• **Aim of the task**: Leave out the lines before the one with "-117,7 +119,12 @@"; output that line and all remaining lines of the records exactly.

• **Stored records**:

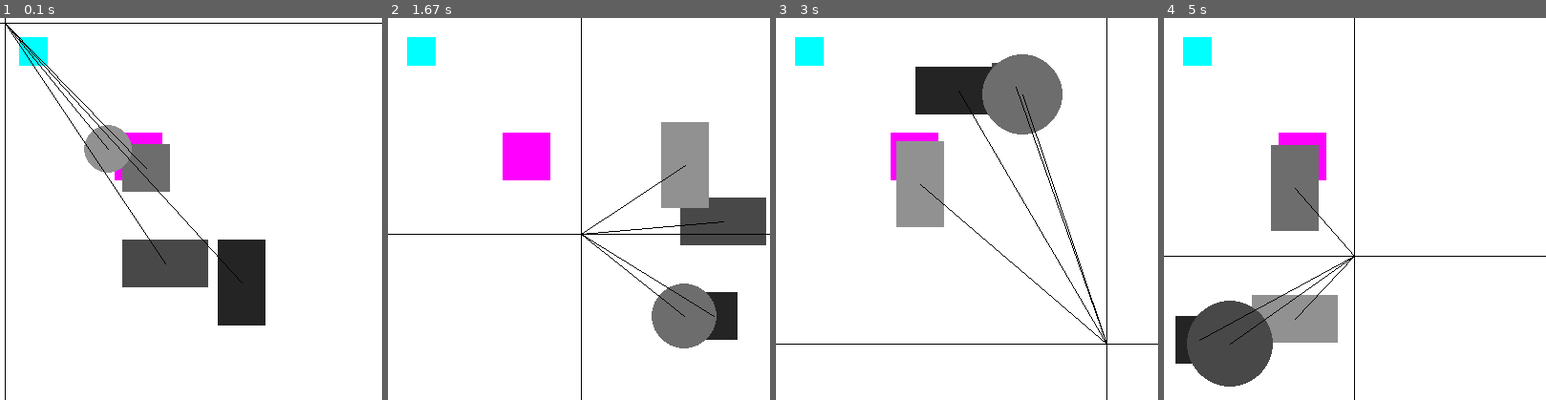
Above: before the commit, frames 1-4 (left to right).
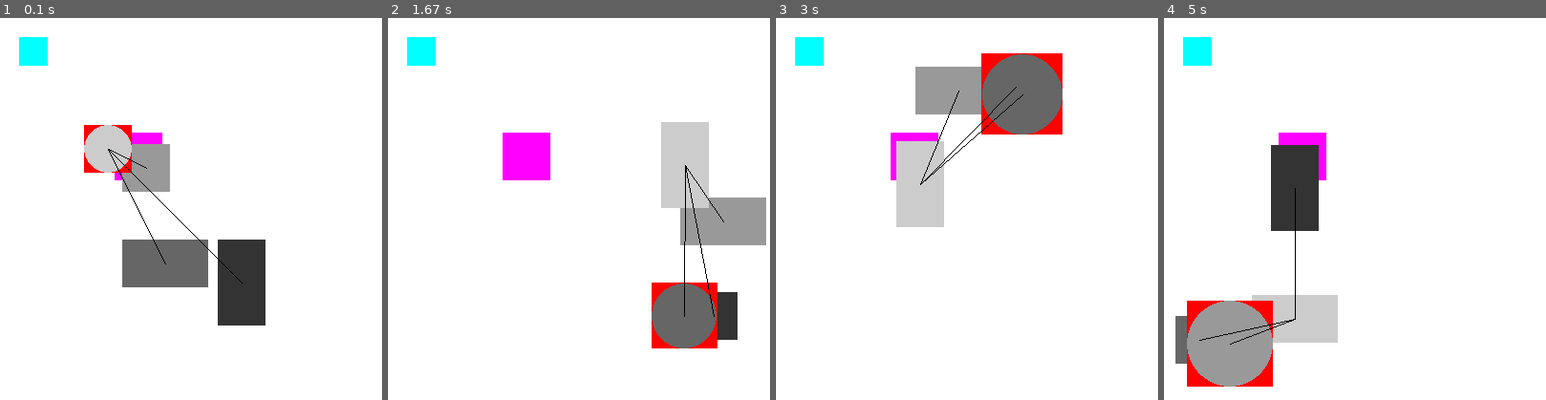
Above: after the commit, the same moments.

Repository: PatrykCiwinski/WSBdzien6
Game: pygame game, started from refactoring_kwadracikow.py
The game is run twice, just before and just after one commit, with the same random seed, the same clock (stepped at 60 frames per second) and the same inputs.
Inputs (mouse positions are in pixels of both pictures, inside the frame that each line leads up to):
- Up to frame 1 (0.1 s): no input
- Up to frame 2 (1.67 s): click (579, 231) at 0.88 s
- Up to frame 3 (3 s): hold W 1.67-2.13 s; move the mouse to (1005, 293) at 1.7 s; hold S 2.17-2.53 s; move the mouse to (848, 300) at 2.2 s; hold W 2.57-2.87 s; move the mouse to (1104, 342) at 2.6 s
- Up to frame 4 (5 s): hold W 3.23-3.6 s; move the mouse to (1255, 67) at 3.27 s; move the mouse to (1217, 197) at 3.63 s; click (1217, 197) at 3.68 s; hold S 3.97-4.33 s; click (1335, 308) at 4.05 s; hold W 4.37-4.67 s; click (1358, 247) at 4.45 s; hold S from 4.7 s (still down); click (1355, 254) at 4.78 s

The runs differ from the first frame. In frame 1, 6.7% of the frame differs, in the area x 0-100%, y 0-100%; in frame 2, 6.9%; in frame 3, 7.2%; in frame 4, 11%.

Commit message:
some drawings

Diff:
--- a/refactoring_kwadracikow.py
+++ b/refactoring_kwadracikow.py
@@ -1,4 +1,4 @@
-# rysowanie lini od myszki do środka każdego obiektu
+# rysowanie lini od obiektu najbliższego myszce: do środka każdego obiektu i sortowanie obiektów przy tym
 import random
 import pygame
 pygame.init()
@@ -59,6 +59,7 @@
         self.promien = 25
         self.krok_zmiany_promienia = 0.1
     def paint(self):
+        pygame.draw.rect(background, (255, 0, 0), (self.x, self.y, self.szerokosc, self.wysokosc))
         pygame.draw.circle(background, self.kolor, (self.x + self.promien, self.y + self.promien), self.promien)
     @property
     def _czy_ustawiac_wymiary(self):
@@ -81,15 +82,16 @@
 obiekty_na_ekranie = [PoruszajacySieKwadracik(120, 220), PoruszajacySieKwadracik(220, 220),
                       PoruszajacySieKwadracik(120, 120),
                       Kolo(80, 100)]
+punkt_od_ktorego_rysujemy_linie = (0, 0)
 obiekty_na_ekranie[0].szerokosc = 90
 obiekty_na_ekranie[1].wysokosc = 90
 def paint_myszka():
-    x, y = pygame.mouse.get_pos()
+    x, y = punkt_od_ktorego_rysujemy_linie
     # pygame.draw.line(background, (0, 0, 0), (0, 0), (x, y))
     # pygame.draw.line(background, (0, 0, 0), (SZEROKOSC_OKNA, 0), (x, y))
     # pygame.draw.line(background, (0, 0, 0), (SZEROKOSC_OKNA, WYSOKOSC_OKNA), (x, y))
-    pygame.draw.line(background, (0, 0, 0), (0, y), (SZEROKOSC_OKNA, y))
-    pygame.draw.line(background, (0, 0, 0), (x, 0), (x, WYSOKOSC_OKNA))
+    # pygame.draw.line(background, (0, 0, 0), (0, y), (SZEROKOSC_OKNA, y))
+    # pygame.draw.line(background, (0, 0, 0), (x, 0), (x, WYSOKOSC_OKNA))
     for o in obiekty_na_ekranie:
         pygame.draw.line(background, (0, 0, 0), (x, y), (o.srodek_obiektu_x, o.srodek_obiektu_y))
 def paint():
@@ -117,7 +119,12 @@
         k.update()
     x, y = pygame.mouse.get_pos()
     posortowane_obiekty = sorted(obiekty_na_ekranie, key=lambda obiekt: obiekt.oblicz_kw_odleglosci(x, y))
+    obiekt_najblizszy_myszcze = posortowane_obiekty[0]
+    srodek_obiektu_najbliszego_myszce = obiekt_najblizszy_myszcze.srodek_obiektu_x, obiekt_najblizszy_myszcze.srodek_obiektu_y
+    punkt_od_ktorego_rysujemy_linie = srodek_obiektu_najbliszego_myszce
+    # *args, **kwargs - rozpakowanie w Python
+    posortowane_obiekty = sorted(obiekty_na_ekranie, key=lambda obiekt: obiekt.oblicz_kw_odleglosci(*srodek_obiektu_najbliszego_myszce))
     for idx, o in enumerate(posortowane_obiekty):
-        stopien_szarosci = (len(posortowane_obiekty) - idx) / (len(posortowane_obiekty) + 3)
+        stopien_szarosci = (len(posortowane_obiekty) - idx) / (len(posortowane_obiekty) + 1)
         o.stopien_szarosci = stopien_szarosci
 pygame.quit()

• **Solution below**:
@@ -117,7 +119,12 @@
         k.update()
     x, y = pygame.mouse.get_pos()
     posortowane_obiekty = sorted(obiekty_na_ekranie, key=lambda obiekt: obiekt.oblicz_kw_odleglosci(x, y))
+    obiekt_najblizszy_myszcze = posortowane_obiekty[0]
+    srodek_obiektu_najbliszego_myszce = obiekt_najblizszy_myszcze.srodek_obiektu_x, obiekt_najblizszy_myszcze.srodek_obiektu_y
+    punkt_od_ktorego_rysujemy_linie = srodek_obiektu_najbliszego_myszce
+    # *args, **kwargs - rozpakowanie w Python
+    posortowane_obiekty = sorted(obiekty_na_ekranie, key=lambda obiekt: obiekt.oblicz_kw_odleglosci(*srodek_obiektu_najbliszego_myszce))
     for idx, o in enumerate(posortowane_obiekty):
-        stopien_szarosci = (len(posortowane_obiekty) - idx) / (len(posortowane_obiekty) + 3)
+        stopien_szarosci = (len(posortowane_obiekty) - idx) / (len(posortowane_obiekty) + 1)
         o.stopien_szarosci = stopien_szarosci
 pygame.quit()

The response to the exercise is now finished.